Entracte
01 juil. 2014Spectacle de Jean-Michel Boch, vu au Kawa théâtre, Montpellier (34), le 4 Juin 2014, 19h
Création, jeu, mise en scène : Jean-Michel Boch
Régie : Nicolas Natarianni
Genre : théâtre
Durée : 60 min.
Public : à partir de 15 ans
Jauge : à partir de 50 et sans limitation
Sur scène, sont éparpillés projecteurs, enceintes, etc et une haute échelle double attend que l’on aille décrocher les lumières. Manifestement la représentation est terminée. J-M Boch, en peignoir et chaussettes, discute avec le technicien. Mais enfin, pourquoi le public (nous) ne part-il pas ? Après un rapide calcul du "vrai" coût du spectacle et de notre nombre réduit, Boch nous annonce pouvoir réaliser 30 secondes exactement de prestation musicale, et en costard. Nous en aurons pour notre argent et ensuite, du balai ! Mais comme personne ne se lève…il invente toutes sortes d’artifices pour nous chasser. Entre chaque tentative, il se laisse aller à parler de son métier. Alors c'est avec un humour corrosif qu'il soulève les coins du tapis du monde du spectacle. Et tout (ou presque) y passe : les financements, les castings, les rencontres avec les directeurs de théâtre, les interviews TV, les techniciens, la presse régionale, les commentaires des copains théâtreux, etc. Dur dans ces cas-là de faire partir un public qui en veut toujours plus et ne recule pas devant les menaces...
Bon comédien, J-M Boch joue et mime d’inénarrables parodies. Du réalisateur blasé qui dirige un casting de figurants, jusqu’aux mille et une manières de se défiler lorsque l’on n’a pas aimé un spectacle. Il découpe des tranches de vie au scalpel de l’humour. Ironique, il mime des mondanités avec les mains (en guise de marionnettes), et expose en lumière crue les « supercheries » médiatiques. En colère, il lance quelques vérités décapantes sur la vie des intermittents, la course au cachet et les subventions. Provocant, vif, amusant et souvent cruellement réaliste, il ne ménage pas le public. Entre deux confidences, il houspille les spectateurs pour les chasser, les plonge dans de longs silences, de longs vides, ou fait même écouter à fond la pire des ritournelles « tralalalalère », en complicité avec Nicolas à la régie. Quelqu’un allait-il se lever et partir ? Moi ? Mon voisin ? Personne … Ce spectacle génère une attente assez curieuse dans le public. A la fois poussé dehors « parce qu’il n’y a plus de spectacle » et interpellé de multiples manières … finalement il rit et en redemande.

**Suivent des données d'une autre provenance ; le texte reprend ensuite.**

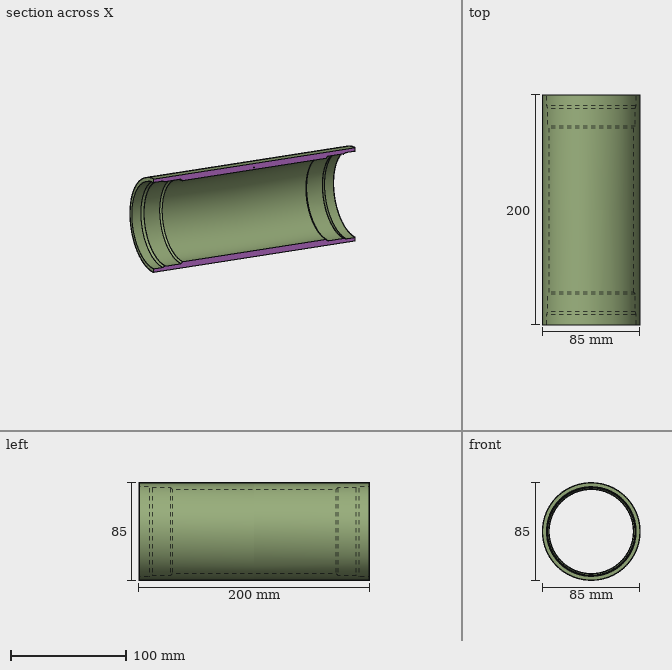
import cadquery as cq

length = 200.0
outer_radius = 42.5
mouth_radius = 39.0
lip_radius = 38.0
seat_radius = 38.2
bore_radius = 36.5

mouth_depth = 9.0
lip_depth = 11.5
seat_end = 27.2
bore_start = 28.8


def socket_profile():
    """Half section of one socket: X is the radius, Y runs inward from the end face."""
    return (
        cq.Workplane("XY")
        .moveTo(0, 0)
        .lineTo(mouth_radius, 0)
        .lineTo(mouth_radius, mouth_depth)
        .lineTo(lip_radius, lip_depth)
        .lineTo(seat_radius, lip_depth)
        .lineTo(seat_radius, seat_end)
        .lineTo(bore_radius, bore_start)
        .lineTo(0, bore_start)
        .close()
    )


def tube():
    """Plain tube centred on the origin."""
    return (
        cq.Workplane("XZ")
        .circle(outer_radius)
        .circle(bore_radius)
        .extrude(length / 2, both=True)
    )


front_socket = (
    socket_profile()
    .revolve(360, (0, 0, 0), (0, 1, 0))
    .translate((0, -length / 2, 0))
)
back_socket = front_socket.mirror("XZ")

result = tube().cut(front_socket).cut(back_socket)
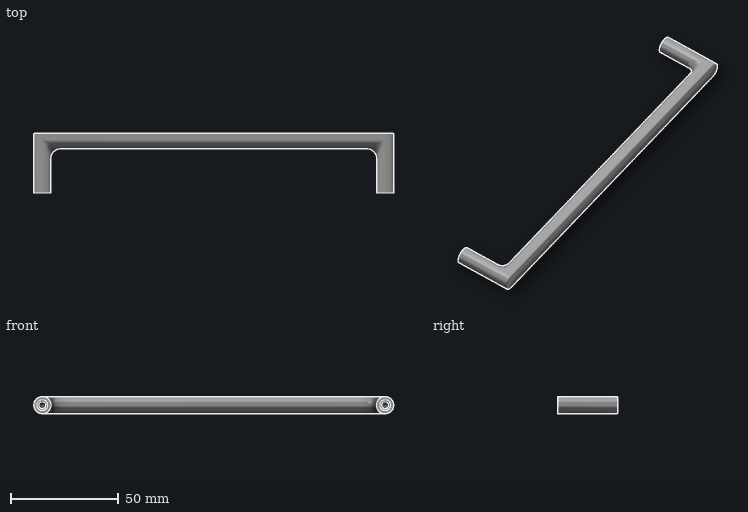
import cadquery as cq
import math

length = 168.0
depth = 28.0
leg_diameter = 8.0
leg_radius = leg_diameter / 2
leg_offset = length / 2 - leg_radius

flat_depth = 3.4
back_edge_radius = 0.5
side_front = depth - flat_depth
bar_front = side_front - leg_radius

corner_radius = 4.4

hole_diameter = 3.2
hole_radius = hole_diameter / 2
hole_depth = 13.5
drill_point_angle = 118
mouth_diameter = 5.0
mouth_radius = mouth_diameter / 2
mouth_depth = mouth_radius - hole_radius
tip_depth = hole_depth + hole_radius / math.tan(math.radians(drill_point_angle / 2))


def make_leg(x):
    """Round leg standing on the plane Y = 0."""
    return cq.Workplane("XZ", origin=(x, 0, 0)).circle(leg_radius).extrude(-depth)


def make_bar():
    """Bar between the leg axes, with its half-round side facing the leg feet."""
    return (
        cq.Workplane("YZ", origin=(-leg_offset, 0, 0))
        .moveTo(depth, -leg_radius)
        .lineTo(side_front, -leg_radius)
        .threePointArc((bar_front, 0), (side_front, leg_radius))
        .lineTo(depth, leg_radius)
        .close()
        .extrude(2 * leg_offset)
    )


def make_hole(x):
    """Screw hole revolved about the leg axis, entering from the foot."""
    return (
        cq.Workplane("XY", origin=(x, 0, 0))
        .moveTo(0, 0)
        .lineTo(mouth_radius, 0)
        .lineTo(hole_radius, mouth_depth)
        .lineTo(hole_radius, hole_depth)
        .lineTo(0, tip_depth)
        .close()
        .revolve(360, (0, 0), (0, 1))
    )


body = make_bar()
for side in (-1, 1):
    body = body.union(make_leg(side * leg_offset))

body = body.edges("%ELLIPSE").fillet(corner_radius)

body = body.faces(">Y").edges().fillet(back_edge_radius)

for side in (-1, 1):
    body = body.cut(make_hole(side * leg_offset))

result = body

Très bien mené, sur un rythme qui n’est qu’apparemment chaotique, « Entracte » m’a fait visiter les « dessous du spectacle », en alternant comique hilarant, humour distancié et franche interpellation. La manière très frontale dont J-M Bloch déballe les ressorts cachés des financements en pointant le rôle des spectateurs m'a parfois mise mal à l'aise. Et pourtant ... les spectateurs paient-ils le "vrai" prix ? Il est en effet tellement rare de faire sauter ce couvercle pudique ! Interloquée, passant du rire franc au rire jaune, je me suis posé des questions sur ma place de spectatrice et sur les métiers artistiques, entre consommation et création. La vigueur de ces propos est plus que jamais nécessaire.
Sans doute les spectateurs initiés reçoivent-ils ce spectacle en y retrouvant leur vécu. Les « jargons » du métier, éliminés ou expliqués, permettent à un public étranger au monde du spectacle, de saisir le discours. J-M Boch fait bouger « Entracte » au fil des représentations : pour les prochaines, où aura-t-il placé le curseur entre francs coups de gueule et humour parodique ?
Ce spectacle gagne à être joué devant un public qui peut "faire masse".